This work is supported by Continuum Analytics and the XDATA Program as part of the Blaze Project
tl;dr: Disk read and write bandwidths depend strongly on block size.
Disk read/write bandwidths on commodity hardware vary between 10 MB/s (or slower) to 500 MB/s (or faster on fancy hardware). This variance can be characterized by the following rules:
- Reading/writing large blocks of data is faster than reading/writing small blocks of data
- Reading is faster than writing
- Solid state drives are faster than spinning disk especially for many small reads/writes
In this notebook we experiment with the dependence of disk bandwidth on file size. The result of this experiment is the following image, which depicts the read and write bandwidths of a commercial laptop SSD as we vary block size:
Analysis
We see that this particular hard drive wants to read/write data in chunksizes of 1-100 MB. If we can arrange our data so that we consistently pull off larger blocks of data at a time then we can read through data quite quickly at 500 MB/s. We can churn through a 30 GB dataset in one minute. Sophisticated file formats take advantage of this by storing similar data consecutively. For example column stores store all data within a single column in single large blocks.
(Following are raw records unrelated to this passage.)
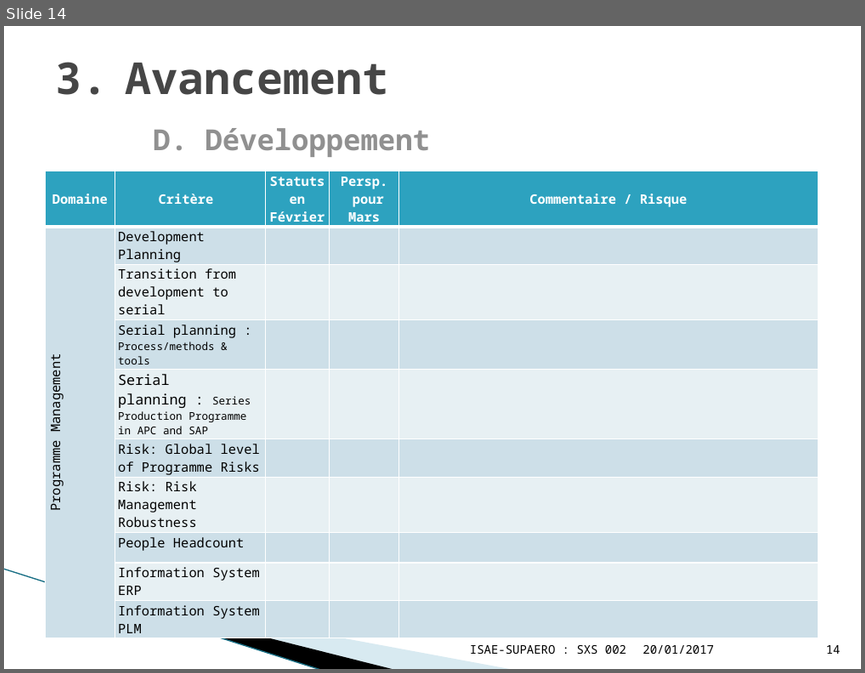
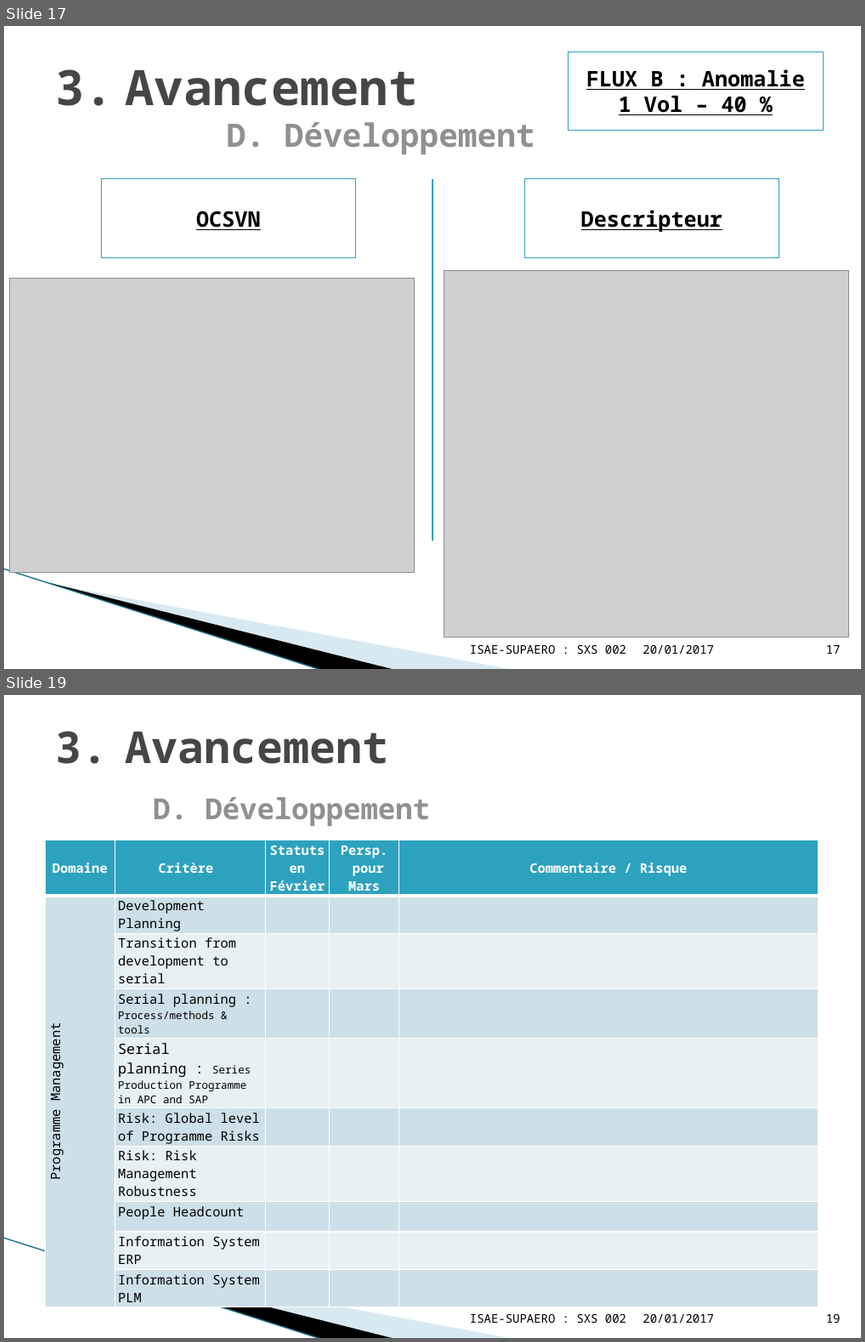
Before and after one commit to YuanxiangFranck/PIE_ISAE_Essais_Vol, a slide deck: gestion_projet/Project_Review03022017.pptx. Shown one above the other, each under a label of ours: slide 14 before the commit, slides 17 and 19 after it; the slides between them are not shown. The pictures are 865x673 and 865x1342 pixels, drawn with LibreOffice and Linux fonts; fonts in the diff are those of the drawing; grey boxes stand for pictures; background and template pictures are left out. Boxes give left, top, right and bottom in pixels: in the first picture for what was removed or moved away, otherwise in the second. Text is boxed around its words. In the diff, an @@ line names an element or a change of style, - is before the commit and + after.

```diff
--- a/gestion_projet/Project_Review03022017.pptx
+++ b/gestion_projet/Project_Review03022017.pptx
@@ slide 17 added at (4, 26, 861, 669), background #FFFFFF; not listed: 3 template elements that a slide beside it also shows @@
@@ title added at (125, 70, 535, 154), 27 pt, text #909090, bold @@
+3. Avancement
+   D. Développement
@@ rectangle added at (568, 52, 823, 131), fill #FFFFFF, outline #2DA2BF 0.75 pt, 18 pt, text #000000, bold, underline @@
+FLUX B : Anomalie 1 Vol – 40 %
@@ rectangle added at (101, 178, 355, 257), fill #FFFFFF, outline #2DA2BF 0.75 pt, 18 pt, text #000000, bold, underline @@
+OCSVN
@@ line added from (432, 178) to (432, 540), #2DA2BF 0.75 pt @@
@@ rectangle added at (524, 178, 778, 257), fill #FFFFFF, outline #2DA2BF 0.75 pt, 18 pt, text #000000, bold, underline @@
+Descripteur
@@ picture added at (10, 278, 415, 572) @@
@@ picture added at (443, 270, 848, 637) @@
@@ text added at (470, 645, 626, 653), 10 pt, text #000000 @@
+ISAE-SUPAERO : SXS 002
@@ text added at (642, 645, 714, 653), 10 pt, text #000000 @@
+20/01/2017
@@ page number added at (826, 645, 840, 653), 10 pt, text #000000 @@
+17
@@ what was slide 14 is now slide 19 @@
@@ page number at (826, 1314, 840, 1322): text changed @@
-14
+19
```
Also in this commit, not shown: 5 slides changed, 4 other slides added.

Difficulties when measuring disk I/O
Your file system is sophisticated. It will buffer both reads and writes in RAM
as you think you’re writing to disk. In particular, this guards your disk
somewhat against the “many small writes” regime of terrible performance. This
is great, your file system does a fantastic job (bringing write numbers up from
0.1 MB/s to 20 MB/s or so) but it makes it a bit tricky to benchmark properly.
In the experiment above we fsync
each file after write to flush write buffers
and explicitly clear all buffers before entering the read section.
Anecdotally I also learned that my operating system caps write speeds at 30 MB/s when operating off of battery power. This anecdote demonstrates how particular your hard drive may be when controlled by a file system. It is worth remembering that your hard drive is a physical machine and not just a convenient abstraction.